2. **Merge signal:** Merged identities are excluded from results via the `merged_into` filter in `list_identities()`. The merged identity's faces expand the target, changing its distance profile to other identities.
3. **Detach signal:** Detaching a face splits an identity, directly changing the face composition used in distance calculations.
### 3.2 Signals That ARE LOST (Feedback Gaps)
1. **Confirmation signal is not leveraged.** When an admin confirms an identity, the state changes to `CONFIRMED` but `find_nearest_neighbors()` treats `CONFIRMED` identities identically to `PROPOSED` or `INBOX` ones. There is no mechanism to:
- Prioritize confirmed identities as higher-trust matches.
- Use confirmed identities as "anchor points" for matching new uploads.
- Weight confirmed matches differently in distance calculations.
2. **REJECTED identity state is not leveraged.** An identity in `REJECTED` state (the whole identity was rejected, not a pair rejection) still appears as a candidate in Find Similar. If an admin rejects "Unidentified Person 047" as not a real face (e.g., a pattern in the background), it will continue appearing in neighbors for every other identity.
3. **Face-level reject signal is limited.** `reject_candidate()` in the registry moves a face from `candidate_ids` to `negative_ids`, but this is per-face within a single identity. It does not suppress that face from appearing as part of OTHER identities' neighbor results. (The web UI does not currently expose `promote_candidate` or `reject_candidate` -- these are legacy from the initial design.)
4. **Fusion is not used.** The Bayesian fusion infrastructure (`core/fusion.py`) exists but is never called by the web app.
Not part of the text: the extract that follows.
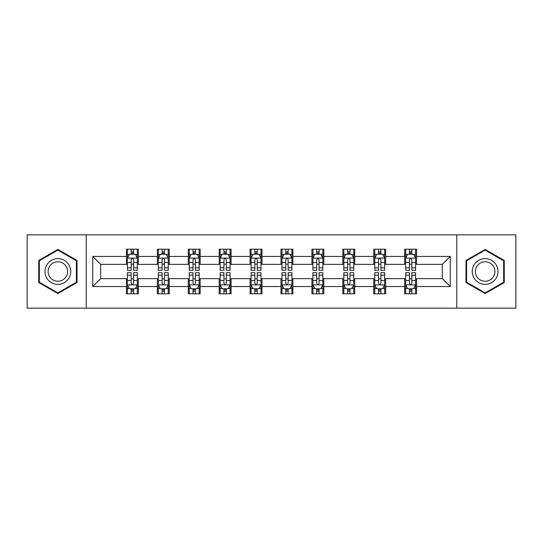 <?xml version="1.0" encoding="UTF-8"?>
<svg xmlns="http://www.w3.org/2000/svg" width="543" height="543" viewBox="0 0 543 543"><rect width="100%" height="100%" fill="white"/><g stroke="black" fill="none" stroke-linecap="round" stroke-linejoin="round"><path stroke-width="0.81" d="M456.792 308.159L515.85 308.159L515.85 234.841L456.792 234.841L456.792 308.159L86.208 308.159L86.208 234.841L27.15 234.841L27.15 308.159L86.208 308.159M456.792 234.841L86.208 234.841M416.562 256.439L416.562 249.203L404.671 249.203L404.671 256.439L385.652 256.439L385.652 249.203L373.76 249.203L373.76 256.439L354.735 256.439L354.735 249.203L342.843 249.203L342.843 256.439L323.818 256.439L323.818 249.203L311.926 249.203L311.926 256.439L292.901 256.439L292.901 249.203L281.009 249.203L281.009 256.439L261.991 256.439L261.991 249.203L250.099 249.203L250.099 256.439L231.074 256.439L231.074 249.203L219.182 249.203L219.182 256.439L200.157 256.439L200.157 249.203L188.265 249.203L188.265 256.439L169.24 256.439L169.24 249.203L157.348 249.203L157.348 256.439L138.329 256.439L138.329 249.203L126.438 249.203L126.438 256.439L92.744 256.439L92.744 286.561L100.672 278.634L126.438 278.634L126.438 293.797L138.329 293.797L138.329 278.634L157.348 278.634L157.348 293.797L169.24 293.797L169.24 278.634L188.265 278.634L188.265 293.797L200.157 293.797L200.157 278.634L219.182 278.634L219.182 293.797L231.074 293.797L231.074 278.634L250.099 278.634L250.099 293.797L261.991 293.797L261.991 278.634L281.009 278.634L281.009 293.797L292.901 293.797L292.901 278.634L311.926 278.634L311.926 293.797L323.818 293.797L323.818 278.634L342.843 278.634L342.843 293.797L354.735 293.797L354.735 278.634L373.76 278.634L373.76 293.797L385.652 293.797L385.652 278.634L404.671 278.634L404.671 293.797L416.562 293.797L416.562 278.634L442.328 278.634L442.328 264.366L416.562 264.366L416.562 256.439L450.256 256.439L450.256 286.561L416.562 286.561M404.671 286.561L385.652 286.561M373.76 286.561L354.735 286.561M342.843 286.561L323.818 286.561M311.926 286.561L292.901 286.561M281.009 286.561L261.991 286.561M250.099 286.561L231.074 286.561M219.182 286.561L200.157 286.561M188.265 286.561L169.24 286.561M157.348 286.561L138.329 286.561M126.438 286.561L92.744 286.561M404.671 256.439L404.671 264.366L385.652 264.366L385.652 256.439M373.76 256.439L373.76 264.366L354.735 264.366L354.735 256.439M342.843 256.439L342.843 264.366L323.818 264.366L323.818 256.439M311.926 256.439L311.926 264.366L292.901 264.366L292.901 256.439M281.009 256.439L281.009 264.366L261.991 264.366L261.991 256.439M250.099 256.439L250.099 264.366L231.074 264.366L231.074 256.439M219.182 256.439L219.182 264.366L200.157 264.366L200.157 256.439M188.265 256.439L188.265 264.366L169.24 264.366L169.24 256.439M157.348 256.439L157.348 264.366L138.329 264.366L138.329 256.439M126.438 256.439L126.438 264.366L100.672 264.366L92.744 256.439M100.672 264.366L100.672 278.634M450.256 286.561L442.328 278.634M442.328 264.366L450.256 256.439M126.438 254.158L127.429 254.158M131.189 254.158L133.571 254.158M137.338 254.158L138.329 254.158M126.438 264.169L127.429 264.169M131.189 264.169L133.571 264.169M137.338 264.169L138.329 264.169M126.438 278.83L127.429 278.83M131.189 278.83L133.571 278.83M137.338 278.83L138.329 278.83M126.438 288.842L127.429 288.842M131.189 288.842L133.571 288.842M137.338 288.842L138.329 288.842M157.348 278.83L158.339 278.83M162.106 278.83L164.488 278.83M168.249 278.83L169.24 278.83M157.348 288.842L158.339 288.842M162.106 288.842L164.488 288.842M168.249 288.842L169.24 288.842M157.348 254.158L158.339 254.158M162.106 254.158L164.488 254.158M168.249 254.158L169.24 254.158M157.348 264.169L158.339 264.169M162.106 264.169L164.488 264.169M168.249 264.169L169.24 264.169M188.265 278.83L189.256 278.83M193.023 278.83L195.399 278.83M199.166 278.83L200.157 278.83M188.265 288.842L189.256 288.842M193.023 288.842L195.399 288.842M199.166 288.842L200.157 288.842M188.265 254.158L189.256 254.158M193.023 254.158L195.399 254.158M199.166 254.158L200.157 254.158M188.265 264.169L189.256 264.169M193.023 264.169L195.399 264.169M199.166 264.169L200.157 264.169M219.182 278.83L220.173 278.83M223.94 278.83L226.316 278.83M230.083 278.83L231.074 278.83M219.182 288.842L220.173 288.842M223.94 288.842L226.316 288.842M230.083 288.842L231.074 288.842M219.182 254.158L220.173 254.158M223.94 254.158L226.316 254.158M230.083 254.158L231.074 254.158M219.182 264.169L220.173 264.169M223.94 264.169L226.316 264.169M230.083 264.169L231.074 264.169M250.099 278.83L251.09 278.83M254.85 278.83L257.233 278.83M261 278.83L261.991 278.83M250.099 288.842L251.09 288.842M254.85 288.842L257.233 288.842M261 288.842L261.991 288.842M250.099 254.158L251.09 254.158M254.85 254.158L257.233 254.158M261 254.158L261.991 254.158M250.099 264.169L251.09 264.169M254.85 264.169L257.233 264.169M261 264.169L261.991 264.169M281.009 278.83L282 278.83M285.767 278.83L288.15 278.83M291.91 278.83L292.901 278.83M281.009 288.842L282 288.842M285.767 288.842L288.15 288.842M291.91 288.842L292.901 288.842M281.009 254.158L282 254.158M285.767 254.158L288.15 254.158M291.91 254.158L292.901 254.158M281.009 264.169L282 264.169M285.767 264.169L288.15 264.169M291.91 264.169L292.901 264.169M311.926 278.83L312.917 278.83M316.684 278.83L319.06 278.83M322.827 278.83L323.818 278.83M311.926 288.842L312.917 288.842M316.684 288.842L319.06 288.842M322.827 288.842L323.818 288.842M311.926 254.158L312.917 254.158M316.684 254.158L319.06 254.158M322.827 254.158L323.818 254.158M311.926 264.169L312.917 264.169M316.684 264.169L319.06 264.169M322.827 264.169L323.818 264.169M342.843 278.83L343.834 278.83M347.601 278.83L349.977 278.83M353.744 278.83L354.735 278.83M342.843 288.842L343.834 288.842M347.601 288.842L349.977 288.842M353.744 288.842L354.735 288.842M342.843 254.158L343.834 254.158M347.601 254.158L349.977 254.158M353.744 254.158L354.735 254.158M342.843 264.169L343.834 264.169M347.601 264.169L349.977 264.169M353.744 264.169L354.735 264.169M373.76 278.83L374.751 278.83M378.512 278.83L380.894 278.83M384.661 278.83L385.652 278.83M373.76 288.842L374.751 288.842M378.512 288.842L380.894 288.842M384.661 288.842L385.652 288.842M373.76 254.158L374.751 254.158M378.512 254.158L380.894 254.158M384.661 254.158L385.652 254.158M373.76 264.169L374.751 264.169M378.512 264.169L380.894 264.169M384.661 264.169L385.652 264.169M404.671 278.83L405.662 278.83M409.429 278.83L411.811 278.83M415.571 278.83L416.562 278.83M404.671 288.842L405.662 288.842M409.429 288.842L411.811 288.842M415.571 288.842L416.562 288.842M404.671 254.158L405.662 254.158M409.429 254.158L411.811 254.158M415.571 254.158L416.562 254.158M404.671 264.169L405.662 264.169M409.429 264.169L411.811 264.169M415.571 264.169L416.562 264.169M57.87 293.58L76.991 282.543L76.991 260.457L57.87 249.42L38.743 260.457L38.743 282.543L57.87 293.58M504.257 260.457L485.13 249.42L466.009 260.457L466.009 282.543L485.13 293.58L504.257 282.543L504.257 260.457M133.571 251.782L131.189 251.782M137.338 267.828L133.571 267.828L133.571 270.312L137.338 270.312L137.338 258.224L135.356 254.26L129.41 254.26L127.429 258.224L127.429 270.312L131.189 270.312L131.189 267.828L127.429 267.828M127.429 258.224L127.429 249.203M137.338 258.224L137.338 249.203M131.189 254.26L131.189 249.203M133.571 249.203L133.571 254.26M133.571 267.828L133.571 259.71C132.777 258.183 131.983 258.183 131.189 259.71L131.189 267.828M131.189 291.218L133.571 291.218M127.429 275.172L131.189 275.172L131.189 272.688L127.429 272.688L127.429 284.776L129.41 288.74L135.356 288.74L137.338 284.776L137.338 272.688L133.571 272.688L133.571 275.172L137.338 275.172M137.338 284.776L137.338 293.797M127.429 284.776L127.429 293.797M133.571 288.74L133.571 293.797M131.189 293.797L131.189 288.74M131.189 275.172L131.189 283.29C131.983 284.817 132.777 284.817 133.571 283.29L133.571 275.172M69.022 277.941A12.883 12.883 0 0 0 64.305 260.341A12.883 12.883 0 0 0 46.712 265.059A12.883 12.883 0 0 0 51.429 282.659A12.883 12.883 0 0 0 69.022 277.941M66.314 276.373A9.754 9.754 0 0 0 62.744 263.056A9.754 9.754 0 0 0 49.42 266.627A9.754 9.754 0 0 0 52.99 279.944A9.754 9.754 0 0 0 66.314 276.373M39.34 282.197L39.34 260.803L57.87 250.106L76.393 260.803L76.393 282.197L57.87 292.894L39.34 282.197M485.13 258.617A12.883 12.883 0 0 0 472.254 271.5A12.883 12.883 0 0 0 485.13 284.383A12.883 12.883 0 0 0 498.012 271.5A12.883 12.883 0 0 0 485.13 258.617M485.13 261.746A9.754 9.754 0 0 0 475.383 271.5A9.754 9.754 0 0 0 485.13 281.254A9.754 9.754 0 0 0 494.883 271.5A9.754 9.754 0 0 0 485.13 261.746M503.66 282.197L485.13 292.894L466.607 282.197L466.607 260.803L485.13 250.106L503.66 260.803L503.66 282.197M164.488 251.782L162.106 251.782M168.249 267.828L164.488 267.828L164.488 270.312L168.249 270.312L168.249 258.224L166.267 254.26L160.321 254.26L158.339 258.224L158.339 270.312L162.106 270.312L162.106 267.828L158.339 267.828M158.339 258.224L158.339 249.203M168.249 258.224L168.249 249.203M162.106 254.26L162.106 249.203M164.488 249.203L164.488 254.26M164.488 267.828L164.488 259.71C163.694 258.183 162.9 258.183 162.106 259.71L162.106 267.828M195.399 251.782L193.023 251.782M199.166 267.828L195.399 267.828L195.399 270.312L199.166 270.312L199.166 258.224L197.184 254.26L191.238 254.26L189.256 258.224L189.256 270.312L193.023 270.312L193.023 267.828L189.256 267.828M189.256 258.224L189.256 249.203M199.166 258.224L199.166 249.203M193.023 254.26L193.023 249.203M195.399 249.203L195.399 254.26M195.399 267.828L195.399 259.71C194.611 258.183 193.817 258.183 193.023 259.71L193.023 267.828M162.106 291.218L164.488 291.218M158.339 275.172L162.106 275.172L162.106 272.688L158.339 272.688L158.339 284.776L160.321 288.74L166.267 288.74L168.249 284.776L168.249 272.688L164.488 272.688L164.488 275.172L168.249 275.172M168.249 284.776L168.249 293.797M158.339 284.776L158.339 293.797M164.488 288.74L164.488 293.797M162.106 293.797L162.106 288.74M162.106 275.172L162.106 283.29C162.9 284.817 163.694 284.817 164.488 283.29L164.488 275.172M193.023 291.218L195.399 291.218M189.256 275.172L193.023 275.172L193.023 272.688L189.256 272.688L189.256 284.776L191.238 288.74L197.184 288.74L199.166 284.776L199.166 272.688L195.399 272.688L195.399 275.172L199.166 275.172M199.166 284.776L199.166 293.797M189.256 284.776L189.256 293.797M195.399 288.74L195.399 293.797M193.023 293.797L193.023 288.74M193.023 275.172L193.023 283.29C193.817 284.817 194.604 284.817 195.399 283.29L195.399 275.172M226.316 251.782L223.94 251.782M230.083 267.828L226.316 267.828L226.316 270.312L230.083 270.312L230.083 258.224L228.101 254.26L222.155 254.26L220.173 258.224L220.173 270.312L223.94 270.312L223.94 267.828L220.173 267.828M220.173 258.224L220.173 249.203M230.083 258.224L230.083 249.203M223.94 254.26L223.94 249.203M226.316 249.203L226.316 254.26M226.316 267.828L226.316 259.71C225.521 258.183 224.734 258.183 223.94 259.71L223.94 267.828M257.233 251.782L254.85 251.782M261 267.828L257.233 267.828L257.233 270.312L261 270.312L261 258.224L259.018 254.26L253.072 254.26L251.09 258.224L251.09 270.312L254.85 270.312L254.85 267.828L251.09 267.828M251.09 258.224L251.09 249.203M261 258.224L261 249.203M254.85 254.26L254.85 249.203M257.233 249.203L257.233 254.26M257.233 267.828L257.233 259.71C256.439 258.183 255.644 258.183 254.85 259.71L254.85 267.828M288.15 251.782L285.767 251.782M291.91 267.828L288.15 267.828L288.15 270.312L291.91 270.312L291.91 258.224L289.928 254.26L283.982 254.26L282 258.224L282 270.312L285.767 270.312L285.767 267.828L282 267.828M282 258.224L282 249.203M291.91 258.224L291.91 249.203M285.767 254.26L285.767 249.203M288.15 249.203L288.15 254.26M288.15 267.828L288.15 259.71C287.356 258.183 286.561 258.183 285.767 259.71L285.767 267.828M223.94 291.218L226.316 291.218M220.173 275.172L223.94 275.172L223.94 272.688L220.173 272.688L220.173 284.776L222.155 288.74L228.101 288.74L230.083 284.776L230.083 272.688L226.316 272.688L226.316 275.172L230.083 275.172M230.083 284.776L230.083 293.797M220.173 284.776L220.173 293.797M226.316 288.74L226.316 293.797M223.94 293.797L223.94 288.74M223.94 275.172L223.94 283.29C224.727 284.817 225.521 284.817 226.316 283.29L226.316 275.172M254.85 291.218L257.233 291.218M251.09 275.172L254.85 275.172L254.85 272.688L251.09 272.688L251.09 284.776L253.072 288.74L259.018 288.74L261 284.776L261 272.688L257.233 272.688L257.233 275.172L261 275.172M261 284.776L261 293.797M251.09 284.776L251.09 293.797M257.233 288.74L257.233 293.797M254.85 293.797L254.85 288.74M254.85 275.172L254.85 283.29C255.644 284.817 256.439 284.817 257.233 283.29L257.233 275.172M285.767 291.218L288.15 291.218M282 275.172L285.767 275.172L285.767 272.688L282 272.688L282 284.776L283.982 288.74L289.928 288.74L291.91 284.776L291.91 272.688L288.15 272.688L288.15 275.172L291.91 275.172M291.91 284.776L291.91 293.797M282 284.776L282 293.797M288.15 288.74L288.15 293.797M285.767 293.797L285.767 288.74M285.767 275.172L285.767 283.29C286.561 284.817 287.356 284.817 288.15 283.29L288.15 275.172M316.684 291.218L319.06 291.218M312.917 275.172L316.684 275.172L316.684 272.688L312.917 272.688L312.917 284.776L314.899 288.74L320.845 288.74L322.827 284.776L322.827 272.688L319.06 272.688L319.06 275.172L322.827 275.172M322.827 284.776L322.827 293.797M312.917 284.776L312.917 293.797M319.06 288.74L319.06 293.797M316.684 293.797L316.684 288.74M316.684 275.172L316.684 283.29C317.479 284.817 318.266 284.817 319.06 283.29L319.06 275.172M347.601 291.218L349.977 291.218M343.834 275.172L347.601 275.172L347.601 272.688L343.834 272.688L343.834 284.776L345.816 288.74L351.762 288.74L353.744 284.776L353.744 272.688L349.977 272.688L349.977 275.172L353.744 275.172M353.744 284.776L353.744 293.797M343.834 284.776L343.834 293.797M349.977 288.74L349.977 293.797M347.601 293.797L347.601 288.74M347.601 275.172L347.601 283.29C348.389 284.817 349.183 284.817 349.977 283.29L349.977 275.172M378.512 291.218L380.894 291.218M374.751 275.172L378.512 275.172L378.512 272.688L374.751 272.688L374.751 284.776L376.733 288.74L382.679 288.74L384.661 284.776L384.661 272.688L380.894 272.688L380.894 275.172L384.661 275.172M384.661 284.776L384.661 293.797M374.751 284.776L374.751 293.797M380.894 288.74L380.894 293.797M378.512 293.797L378.512 288.74M378.512 275.172L378.512 283.29C379.306 284.817 380.1 284.817 380.894 283.29L380.894 275.172M319.06 251.782L316.684 251.782M322.827 267.828L319.06 267.828L319.06 270.312L322.827 270.312L322.827 258.224L320.845 254.26L314.899 254.26L312.917 258.224L312.917 270.312L316.684 270.312L316.684 267.828L312.917 267.828M312.917 258.224L312.917 249.203M322.827 258.224L322.827 249.203M316.684 254.26L316.684 249.203M319.06 249.203L319.06 254.26M319.06 267.828L319.06 259.71C318.273 258.183 317.479 258.183 316.684 259.71L316.684 267.828M349.977 251.782L347.601 251.782M353.744 267.828L349.977 267.828L349.977 270.312L353.744 270.312L353.744 258.224L351.762 254.26L345.816 254.26L343.834 258.224L343.834 270.312L347.601 270.312L347.601 267.828L343.834 267.828M343.834 258.224L343.834 249.203M353.744 258.224L353.744 249.203M347.601 254.26L347.601 249.203M349.977 249.203L349.977 254.26M349.977 267.828L349.977 259.71C349.183 258.183 348.396 258.183 347.601 259.71L347.601 267.828M380.894 251.782L378.512 251.782M384.661 267.828L380.894 267.828L380.894 270.312L384.661 270.312L384.661 258.224L382.679 254.26L376.733 254.26L374.751 258.224L374.751 270.312L378.512 270.312L378.512 267.828L374.751 267.828M374.751 258.224L374.751 249.203M384.661 258.224L384.661 249.203M378.512 254.26L378.512 249.203M380.894 249.203L380.894 254.26M380.894 267.828L380.894 259.71C380.1 258.183 379.306 258.183 378.512 259.71L378.512 267.828M411.811 251.782L409.429 251.782M415.571 267.828L411.811 267.828L411.811 270.312L415.571 270.312L415.571 258.224L413.59 254.26L407.644 254.26L405.662 258.224L405.662 270.312L409.429 270.312L409.429 267.828L405.662 267.828M405.662 258.224L405.662 249.203M415.571 258.224L415.571 249.203M409.429 254.26L409.429 249.203M411.811 249.203L411.811 254.26M411.811 267.828L411.811 259.71C411.017 258.183 410.223 258.183 409.429 259.71L409.429 267.828M409.429 291.218L411.811 291.218M405.662 275.172L409.429 275.172L409.429 272.688L405.662 272.688L405.662 284.776L407.644 288.74L413.59 288.74L415.571 284.776L415.571 272.688L411.811 272.688L411.811 275.172L415.571 275.172M415.571 284.776L415.571 293.797M405.662 284.776L405.662 293.797M411.811 288.74L411.811 293.797M409.429 293.797L409.429 288.74M409.429 275.172L409.429 283.29C410.223 284.817 411.017 284.817 411.811 283.29L411.811 275.172M137.284 258.122L127.476 258.122M127.429 254.497L129.288 254.497M135.472 254.497L137.338 254.497M131.189 262.513L127.429 262.513M137.338 262.513L133.571 262.513M133.571 253.045L131.189 253.045M127.476 284.878L137.284 284.878M137.338 288.503L135.472 288.503M129.288 288.503L127.429 288.503M133.571 280.487L137.338 280.487M127.429 280.487L131.189 280.487M131.189 289.955L133.571 289.955M168.201 258.122L158.393 258.122M158.339 254.497L160.205 254.497M166.389 254.497L168.249 254.497M162.106 262.513L158.339 262.513M168.249 262.513L164.488 262.513M164.488 253.045L162.106 253.045M199.118 258.122L189.31 258.122M189.256 254.497L191.122 254.497M197.306 254.497L199.166 254.497M193.023 262.513L189.256 262.513M199.166 262.513L195.399 262.513M195.399 253.045L193.023 253.045M158.393 284.878L168.201 284.878M168.249 288.503L166.389 288.503M160.205 288.503L158.339 288.503M164.488 280.487L168.249 280.487M158.339 280.487L162.106 280.487M162.106 289.955L164.488 289.955M189.31 284.878L199.118 284.878M199.166 288.503L197.306 288.503M191.122 288.503L189.256 288.503M195.399 280.487L199.166 280.487M189.256 280.487L193.023 280.487M193.023 289.955L195.399 289.955M230.035 258.122L220.22 258.122M220.173 254.497L222.033 254.497M228.216 254.497L230.083 254.497M223.94 262.513L220.173 262.513M230.083 262.513L226.316 262.513M226.316 253.045L223.94 253.045M260.945 258.122L251.137 258.122M251.09 254.497L252.95 254.497M259.133 254.497L261 254.497M254.85 262.513L251.09 262.513M261 262.513L257.233 262.513M257.233 253.045L254.85 253.045M291.863 258.122L282.055 258.122M282 254.497L283.867 254.497M290.05 254.497L291.91 254.497M285.767 262.513L282 262.513M291.91 262.513L288.15 262.513M288.15 253.045L285.767 253.045M220.22 284.878L230.035 284.878M230.083 288.503L228.216 288.503M222.033 288.503L220.173 288.503M226.316 280.487L230.083 280.487M220.173 280.487L223.94 280.487M223.94 289.955L226.316 289.955M251.137 284.878L260.945 284.878M261 288.503L259.133 288.503M252.95 288.503L251.09 288.503M257.233 280.487L261 280.487M251.09 280.487L254.85 280.487M254.85 289.955L257.233 289.955M282.055 284.878L291.863 284.878M291.91 288.503L290.05 288.503M283.867 288.503L282 288.503M288.15 280.487L291.91 280.487M282 280.487L285.767 280.487M285.767 289.955L288.15 289.955M312.965 284.878L322.78 284.878M322.827 288.503L320.967 288.503M314.784 288.503L312.917 288.503M319.06 280.487L322.827 280.487M312.917 280.487L316.684 280.487M316.684 289.955L319.06 289.955M343.882 284.878L353.69 284.878M353.744 288.503L351.878 288.503M345.694 288.503L343.834 288.503M349.977 280.487L353.744 280.487M343.834 280.487L347.601 280.487M347.601 289.955L349.977 289.955M374.799 284.878L384.607 284.878M384.661 288.503L382.795 288.503M376.611 288.503L374.751 288.503M380.894 280.487L384.661 280.487M374.751 280.487L378.512 280.487M378.512 289.955L380.894 289.955M322.78 258.122L312.965 258.122M312.917 254.497L314.784 254.497M320.967 254.497L322.827 254.497M316.684 262.513L312.917 262.513M322.827 262.513L319.06 262.513M319.06 253.045L316.684 253.045M353.69 258.122L343.882 258.122M343.834 254.497L345.694 254.497M351.878 254.497L353.744 254.497M347.601 262.513L343.834 262.513M353.744 262.513L349.977 262.513M349.977 253.045L347.601 253.045M384.607 258.122L374.799 258.122M374.751 254.497L376.611 254.497M382.795 254.497L384.661 254.497M378.512 262.513L374.751 262.513M384.661 262.513L380.894 262.513M380.894 253.045L378.512 253.045M415.524 258.122L405.716 258.122M405.662 254.497L407.528 254.497M413.712 254.497L415.571 254.497M409.429 262.513L405.662 262.513M415.571 262.513L411.811 262.513M411.811 253.045L409.429 253.045M405.716 284.878L415.524 284.878M415.571 288.503L413.712 288.503M407.528 288.503L405.662 288.503M411.811 280.487L415.571 280.487M405.662 280.487L409.429 280.487M409.429 289.955L411.811 289.955"/></g></svg>

When identities are merged, the raw face embeddings are combined by appending to `anchor_ids`, but no fused centroid is computed. This means:
- An identity with 10 faces uses all 10 in distance calculations (via best-linkage min-distance), which is the correct behavior for the current algorithm.
- However, there's no "representative embedding" that improves with more confirmed faces.
5. **Temporal priors are not used at query time.** The clustering pipeline uses era classification (`core/temporal.py`) for MLS-based clustering, but `find_nearest_neighbors()` uses raw Euclidean distance with no temporal adjustment. This is by design (neighbors.py is FROZEN), but it means era information from the bootstrap is ignored during interactive review.
6. **Co-occurrence data enriches but does not suppress.** When two identities co-occur in a photo, merge is blocked (correctly), but the candidate still appears in the list marked "Blocked." After seeing the same blocked candidate repeatedly, there's no way to permanently suppress it short of clicking "Not Same" (which may be semantically incorrect -- they might be the same person who was detected twice in one photo due to a processing artifact).
### 3.3 Quantitative Impact Assessment
| Gap | Frequency | User Impact | ML Impact |
|-----|-----------|-------------|-----------|
| Confirmation not leveraged | Every confirmed identity | Low (no UX issue) | Medium (missed opportunity for better ranking) |
| REJECTED state not filtered | Rare (few whole-identity rejections) | Low-Medium (noise in results) | Low |
| Fusion not used | Every multi-face identity | None (best-linkage is correct) | Low (fusion would be additive, not essential) |
| Temporal priors at query time | Every Find Similar call | None visible | Unknown (would need evaluation) |
| No suppression for blocked candidates | Every co-occurring pair | Low-Medium (visual noise) | Low |
---
## 4. Proposed Improvements
### 4.1 [P0 - Already Implemented] Rejection Memory
**Status: COMPLETE.** This analysis confirms that rejection memory is fully implemented and working.
- `registry.reject_identity_pair()` stores bidirectional `"identity:{id}"` entries in `negative_ids`.
- `find_nearest_neighbors()` filters these at line 68.
- `registry.unreject_identity_pair()` provides reversibility.
- UI shows "Hidden Matches" count with an "Unblock" action for each rejected pair.
No action needed.
### 4.2 [P1 - Low Risk] Filter REJECTED-State Identities from Find Similar
**Problem:** Identities in `REJECTED` state (whole identity rejected, not pair rejection) still appear in Find Similar results. If an admin rejects a false-positive detection (e.g., a face detected in a decorative pattern), it continues polluting results.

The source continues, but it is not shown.